So locker wie möglich

- Seit nunmehr 15 Jahren gibt es die Hot Jazz Night in der Münchner Philharmonie bereits, sie ist eine richtige Institution für populären Jazz geworden, der eigentlich so gar nicht in diese konzertante Umgebung passen will. Und während der Name fast ein wenig nach Tanztee mit Kurkapelle klingt, gibt man sich im Gasteig alle Mühe, die Veranstaltung so locker wie möglich aufzuziehen - wer will, kann bis in die Puppen in den Foyers verweilen und den Bands lauschen, die sich dort installiert haben.
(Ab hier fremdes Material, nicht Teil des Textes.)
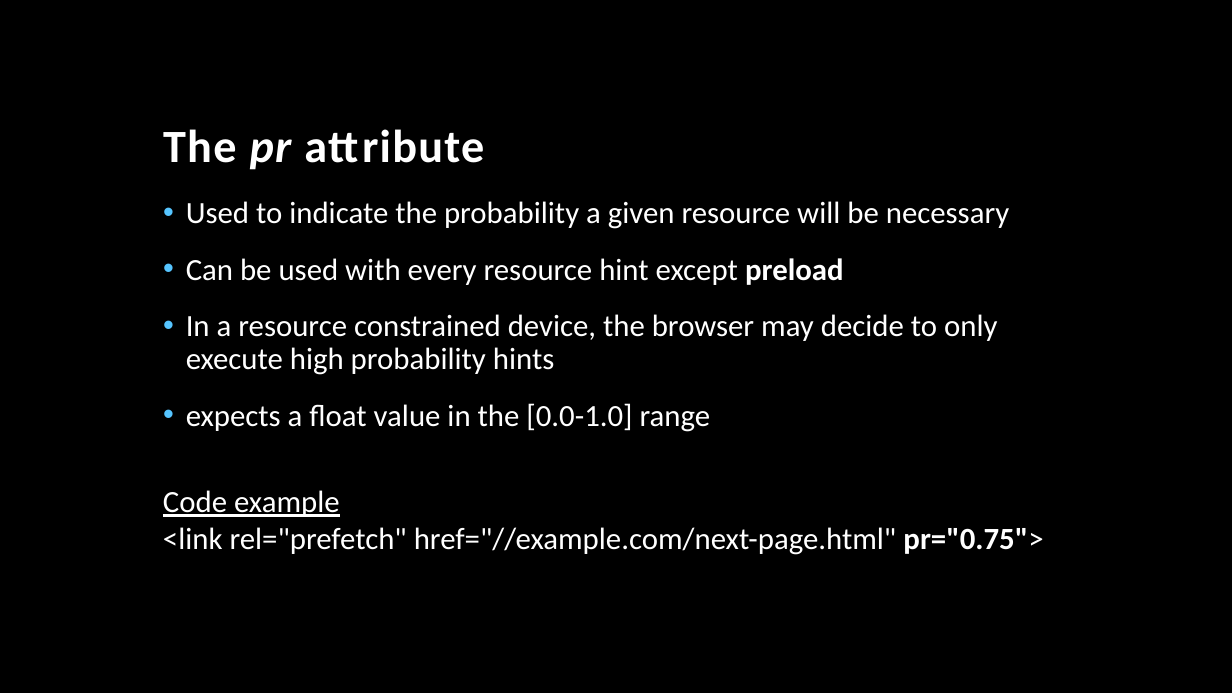
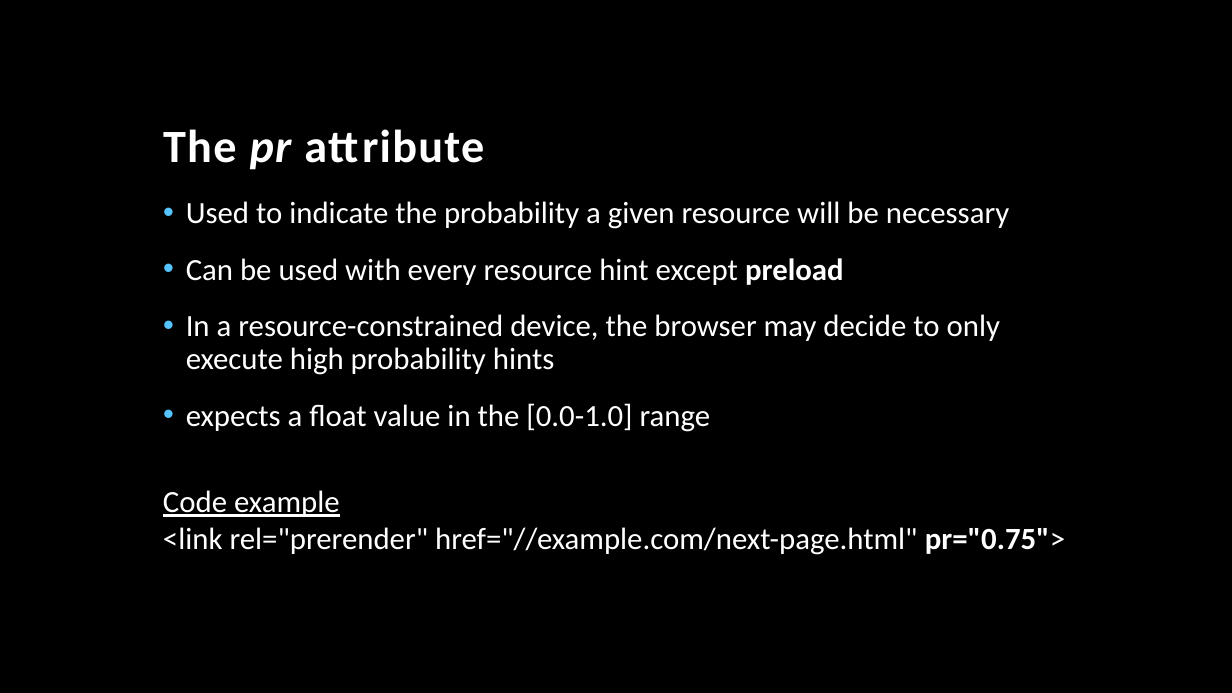
Before and after one commit to TonyMangino/html-resource-hints, a slide deck: slide 67 of Resource Hints.pptx (slide 66 before the commit). Drawn at 1232x693 pixels with LibreOffice and Linux fonts; fonts in the diff are those of the drawing; background and template pictures are left out. Boxes give left, top, right and bottom in pixels: in the first picture for what was removed or moved away, otherwise in the second. Text is boxed around its words. In the diff, an @@ line names an element or a change of style, - is before the commit and + after.

```diff
--- a/Resource Hints.pptx
+++ b/Resource Hints.pptx
@@ text at [186, 314, 1000, 375]: text changed @@
-• In a resource constrained device, the browser may decide to only execute high probability hints
+• In a resource-constrained device, the browser may decide to only execute high probability hints
@@ text at [163, 490, 1065, 555]: text changed @@
-Code example
-<link rel="prefetch" href="//example.com/next-page.html" pr="0.75">
+Code example
+<link rel="prerender" href="//example.com/next-page.html" pr="0.75">
```
Also in this commit, not shown: 53 other slides changed, 5 slides added, 11 slides removed.

Zuvor jedoch geben sich im Saal illustere Vertreter verschiedenster Stile die Mikros in die Hand. Auch hier herrscht kein Biedersinn: Der honorige Veteran Chris Barber macht mit seinem Dixie-Swing zwar die unmodernste Musik, die man sich vorstellen kann, aber als man ihn als "Mythos" ansagt, wehrt sich der Posaunist: Mythos? "I'm real", ruft er und gibt eigene Evergreens oder Stücke von Duke Ellington zum Besten - mit einer Lässigkeit, die man wohl nur erreicht, wenn man ein gutes halbes Jahrhundert Bühnenerfahrung auf dem Buckel hat.

Den größten Paukenschlag gibt es jedoch ganz zu Beginn. Der jugendliche Martin Grubinger entfacht auf allerlei Perkussioninstrumenten einen Wirbel, dass einem Hören und Sehen vergeht. Zusammen mit seinem Vater, Martin Grubinger sen., steigert er die Polyrhythmen auf Marimba, Conga oder einfacher Ministranten-Schelle schließlich in einen regelrecht psychedelischen Strudel. Eine hypnotische Qualität, die Joja Wendt in seiner eigenen Darbietung als Boogie-Woogie-Pianist trotz technischer Finessen und charmantem Witz nicht erreichen kann.

Quadro Nuevo aus Rosenheim wiederum sind eine Bank. Mit "Tu vuò fà l'Americano" beginnt das Quartett eine Reise, auf der ganz selbstverständlich ein kubanischer Walzer neben einem italienischen Schlager der 30er-Jahre steht. Diese zerknautschten musikalischen Weltbürger lassen dabei wie achtlos eine Virtuosität aufblitzen, an der man sich schwer satt hören kann.